第五十九話:魔界の祝杯と、甘い「契約」の罠
第五十九話:魔界の祝杯と、甘い「契約」の罠
「……毒か? 聖者よ、私を殺すにはあまりに古典的な手口だな」
ベリアルが細い指先でグラスを弄び、冷徹な視線をショータに突き刺す。だが、ショータは動じない。現世の「信頼構築」の基本動作を披露した。

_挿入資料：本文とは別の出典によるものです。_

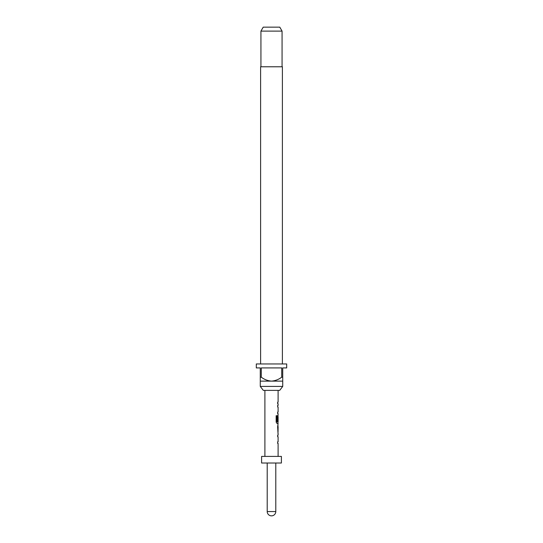 <?xml version="1.0" encoding="UTF-8"?>
<svg xmlns="http://www.w3.org/2000/svg" width="543" height="543" viewBox="0 0 543 543"><rect width="100%" height="100%" fill="white"/><g stroke="black" fill="none" stroke-linecap="round" stroke-linejoin="round"><path stroke-width="0.81" d="M278.104 433.463L278.104 435.194L277.636 435.194L277.636 436.721L278.104 436.721L278.104 441.853L277.636 441.853L277.636 443.38L278.104 443.38L278.104 456.412M277.636 441.853L277.636 443.38M277.975 425.298L277.975 426.805M277.975 431.936L277.975 433.443M278.104 390.376L278.104 402.193L277.636 402.193L277.636 403.714L278.104 403.714L278.104 405.445L277.636 405.445L277.636 406.972L278.104 406.972L278.104 412.103L277.636 412.103L277.636 413.63L278.104 413.63L277.975 416.719M277.975 421.857L277.975 423.547L277.052 423.547L278.104 423.547L277.636 426.703L278.016 433.463M278.043 416.719L277.636 421.158L278.03 421.158L278.104 416.719L278.104 421.857L277.161 421.857L277.106 415.714L276.163 415.714L276.163 422.121L277.052 423.547M277.636 412.103L277.636 413.63M277.636 402.193L277.636 403.714M279.693 390.376L263.307 390.376L260.273 386.412L282.727 386.412L279.693 390.376M282.394 363.959L282.394 66.775L260.606 66.775L260.606 363.959M260.273 377.168L261.271 377.168L261.271 367.916L281.729 367.916L281.729 377.168L282.727 377.168L282.727 367.916L286.69 367.916L286.69 363.959L256.31 363.959L256.31 367.916L260.273 367.916L260.273 381.125L282.727 381.125L282.727 386.412M260.273 381.125L260.273 386.412M260.932 31.114L263.219 27.15L279.781 27.15L282.068 31.114L260.932 31.114L260.932 66.775M282.068 31.114L282.068 66.775M267.21 463.016L267.21 511.56L275.79 511.56L275.79 463.016M281.403 456.412L261.597 456.412L261.597 463.016L281.403 463.016L281.403 456.412M264.896 390.376L264.896 456.412M277.636 435.194L277.636 436.721M277.887 415.361L277.636 421.158M277.636 405.445L277.636 406.972M278.104 426.805L278.043 431.936L278.104 426.805M282.727 381.125L282.727 377.168M281.729 377.168C278.708 379.482 275.294 380.806 271.5 381.125C267.733 380.819 264.319 379.496 261.271 377.168M276.998 421.755L276.998 415.714L276.163 415.714M277.901 431.834L278.03 426.907M267.21 511.56A4.29 4.29 0 0 0 271.5 515.85A4.29 4.29 0 0 0 275.79 511.56"/></g></svg>

「滅相もない。……モリガン三姉妹は未成年ゆえ飲ませられませんが、ならば、まずは我らが証明しましょう。――コン、ローレライ、やるぞ」
ショータが合図を送ると、大人組は一斉に盃を煽った。
「プハァッ! 美味い! 喉越し最高なのだ!」
「う、美味い、これほどの酒は魔界でも飲んだことが、ない!」
豪快に飲み干し、幸せそうに頬を緩めるショータ一行。その無防備な、しかし心底美味そうに飲む姿に、虚無の権化であるベリアルの喉が、不覚にも「ゴクリ」と鳴った。
「……ふん。ならば遠慮なく注いでもらおう。……して、我に何を望む?」
「まあまあ、それは後ほど。まずはこの至高の『安息』を存分に味わってください」
ショータは営業マン時代の「もてなしの所作」で、ベリアルの盃をなみなみと満たした。そのショータの瞳の奥で、策士の光が鋭く瞬く。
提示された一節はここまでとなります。